# 1992 240sx for sale



## spenj0rk (Feb 9, 2009)

I am thinking about selling my s13 and I am not sure what to ask for it. The car has 190k. on it 5spd. hatchback. Cold air kit, 16" rims (not sure of the brand) they look like the drift style rims. 80% tread on mich. 50 series tires, apexi style muffler w/ scilencer. The car runs very well but has the motor TAP TAP I think it is the chain guard and I am going to look into it. The body is in good shape except for a dent where the rf fender and door meet but the door clears it just fine. The sunroof glass and gasket needs replace, the previous owner made one out of lexan and siliconed it to where the gasket goes. I am new to this type of car but it looks really good even with the small cosmedic issues. Let me know that you think.

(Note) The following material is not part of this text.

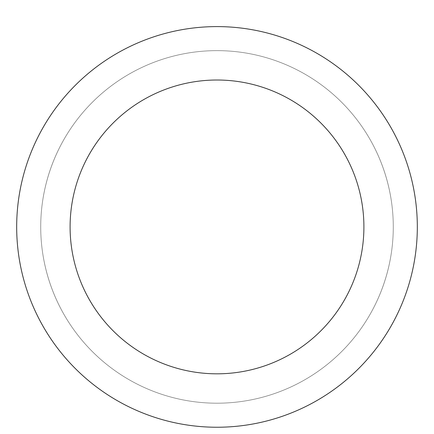 <?xml version="1.0" encoding="UTF-8"?>
<svg xmlns="http://www.w3.org/2000/svg" width="434" height="434" viewBox="0 0 434 434"><rect width="100%" height="100%" fill="white"/><g stroke="black" fill="none" stroke-linecap="round" stroke-linejoin="round"><path stroke-width="0.33" stroke-dasharray="2.17 1.63" d="M217 50.637A176.285 176.285 0 0 1 369.665 315.062A176.285 176.285 0 0 1 64.335 315.062A176.285 176.285 0 0 1 217 50.637A176.285 176.285 0 0 1 369.665 315.062A176.285 176.285 0 0 1 64.335 315.062A176.285 176.285 0 0 1 217 50.637A176.285 176.285 0 0 1 369.665 315.062A176.285 176.285 0 0 1 64.335 315.062A176.285 176.285 0 0 1 217 50.637M217 26.599A200.324 200.324 0 0 1 390.486 327.079A200.324 200.324 0 0 1 43.514 327.079A200.324 200.324 0 0 1 217 26.599"/><path stroke-width="0.65" d="M217 26.599A200.324 200.324 0 0 1 390.486 327.079A200.324 200.324 0 0 1 43.514 327.079A200.324 200.324 0 0 1 217 26.599M217 80.013A146.904 146.904 0 0 1 344.222 300.371A146.904 146.904 0 0 1 89.778 300.371A146.904 146.904 0 0 1 217 80.013"/></g></svg>
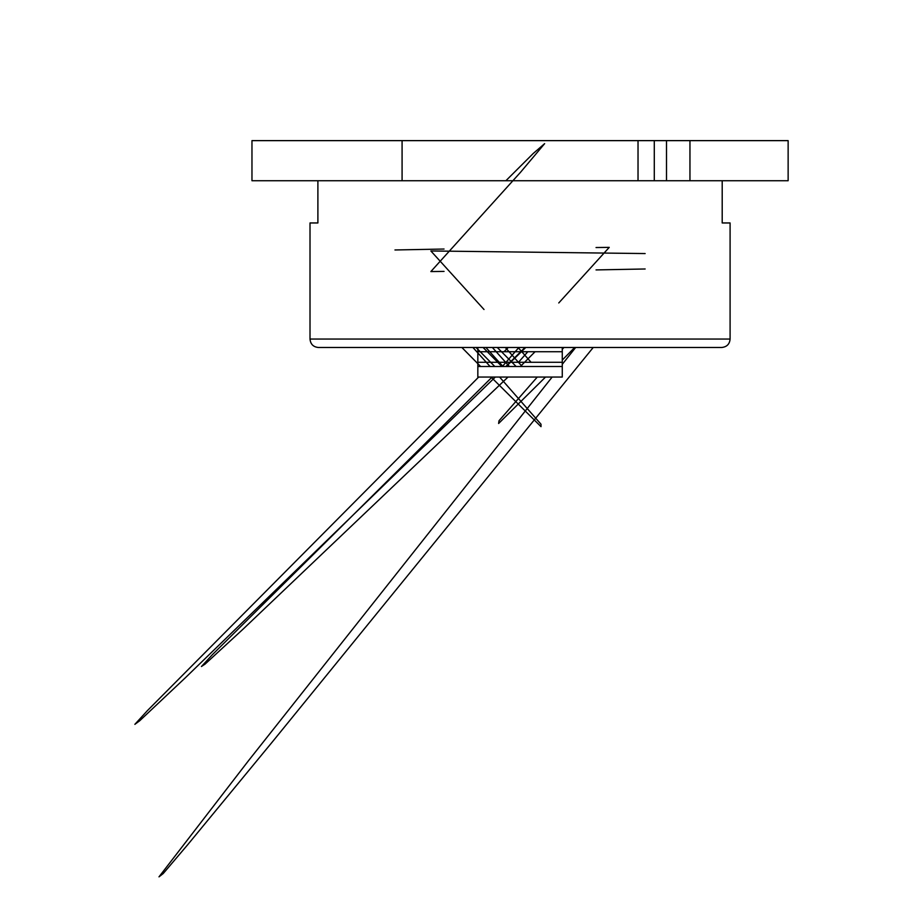 <?xml version="1.0" encoding="UTF-8"?>
<svg xmlns="http://www.w3.org/2000/svg" width="923" height="923" viewBox="0 0 923 923"><rect width="100%" height="100%" fill="white"/><g stroke="black" fill="none" stroke-linecap="round" stroke-linejoin="round"><path stroke-width="1.38" d="M722.201 222.962L722.201 180.735L722.201 222.962L730.093 222.962L722.201 222.962M654.292 180.735L788.138 180.735L788.138 140.631L788.138 180.735L689.954 180.735L689.954 140.631L788.138 140.631L654.292 140.631L654.292 180.735L689.954 180.735L689.954 140.631L638.024 140.631L654.292 140.631L654.292 180.735L638.024 180.735L654.292 180.735M317.893 222.962L317.893 180.735L317.893 222.962L310.013 222.962L317.893 222.962M402.082 180.735L638.024 180.735L251.967 180.735L402.082 180.735L402.082 140.631L638.024 140.631L638.024 180.735L638.024 140.631L402.082 140.631L402.082 180.735M539.044 347.498L661.699 347.498L539.044 347.498M318.458 347.498L721.648 347.498L318.458 347.498C313.324 347.002 310.509 344.187 310.013 339.053L730.093 339.053L730.093 222.962L730.093 339.053C729.631 344.141 726.816 346.956 721.648 347.498C726.816 346.956 729.631 344.141 730.093 339.053L310.013 339.053L310.013 222.962L310.013 339.053C310.509 344.187 313.324 347.002 318.458 347.498M251.967 140.631L251.967 180.735L251.967 140.631L402.082 140.631L251.967 140.631M562.269 366.5L477.837 366.5L477.837 377.057L562.269 377.057L562.269 347.498M477.837 366.5L477.837 347.498M666.51 140.631L666.51 180.735L666.51 140.631M562.269 351.721L477.837 351.721M562.269 362.278L477.837 362.278M472.945 347.498L490.101 366.5L472.945 347.498M499.597 377.057L541.005 424.222L541.016 426.657L491.048 377.057L541.016 426.657L541.005 424.222L499.597 377.057M480.629 366.5L461.881 347.498L480.629 366.5M563.907 347.498L562.269 349.321L563.907 347.498M537.278 377.057L499.02 420.738L498.616 423.484L545.516 377.057L498.616 423.484L499.02 420.738L537.278 377.057M562.269 360.074L574.683 347.498L562.269 360.074M485.925 347.498L503.012 366.5L485.925 347.498M512.45 377.057L505.239 377.057L512.45 377.057M494.797 366.5L476.049 347.498L494.797 366.5M524.46 377.057L531.302 377.057L524.46 377.057M492.386 347.498L509.427 366.5L492.386 347.498M518.818 377.057L512.369 377.057L518.818 377.057M501.893 366.5L483.133 347.498L501.893 366.5M518.103 377.057L524.16 377.057L518.103 377.057M505.285 347.498L522.187 366.5L505.285 347.498M531.429 377.057L526.756 377.057L531.429 377.057M516.153 366.5L497.301 347.498L516.153 366.5M527.841 351.721L518.472 362.278L527.841 351.721M505.573 377.057L509.704 377.057L505.573 377.057M520.364 366.5L535.075 351.721L520.364 366.5M645.142 253.56L430.868 250.964L484.01 309.505L430.868 250.964L645.142 253.56M518.08 347.498L531.06 362.278L518.08 347.498M543.416 377.057L541.732 377.057L543.416 377.057M394.963 249.971L444.055 249.037L394.963 249.971M596.039 247.537L609.238 247.376L558.761 302.963L609.238 247.376L596.039 247.537M518.853 347.498L502.331 366.5L518.853 347.498M505.804 366.5L525.002 347.498L505.804 366.5M506.3 347.498L510.569 347.498L506.3 347.498M500.22 347.498L503.162 347.498L500.22 347.498M575.652 347.498L562.269 364.32L575.652 347.498M552.15 377.057L248.645 760.506L158.998 876.85L163.233 873.527L187.9 844.476L272.02 742.323L593.212 347.498L272.02 742.323L187.9 844.476L163.233 873.527L158.998 876.85L248.645 760.506L552.15 377.057M645.142 268.985L596.039 269.92L645.142 268.985M444.055 271.408L430.868 271.57L520.514 172.289L544.651 143.63L533.194 153.518L505.873 180.735L533.194 153.518L544.651 143.63L520.514 172.289L430.868 271.57L444.055 271.408M535.617 140.631L531.694 140.631L535.617 140.631M492.121 377.057L212.428 654.626L201.445 666.51L205.102 664.075L243.211 629.013L508.019 377.057L243.211 629.013L205.102 664.075L201.445 666.51L212.428 654.626L492.121 377.057M508.261 347.498L504.039 351.721L508.261 347.498M478.668 377.057L147.311 710.733L134.862 724.347L139.742 720.725L185.661 677.47L495.316 377.057L185.661 677.47L139.742 720.725L134.862 724.347L147.311 710.733L478.668 377.057M506.185 366.5L525.752 347.498L506.185 366.5"/></g></svg>

I am in salem, va. 24153


----------



## (((JOsh)) (Mar 13, 2009)

is the interior in good condition?
I'm guessing it's a ka sence it has 190k
what about rust?
are there any cracks in the dash?
what color is it?
if you want send me a pic ([email protected])

then we can go form there


----------



## rogoman (Dec 16, 2004)

The NADA book value is around $2700 for a 1992 240sx with 190,000 mi.


----------



## chadpulsfort (Jun 22, 2009)

do you know what the nocking is from? timming off? how much u want?


----------



## David48 (May 3, 2009)

Well, as a reference, I just bought a 1992 with 153,000mi, and a pretty good body for $1,700. That was wholesale though.


----------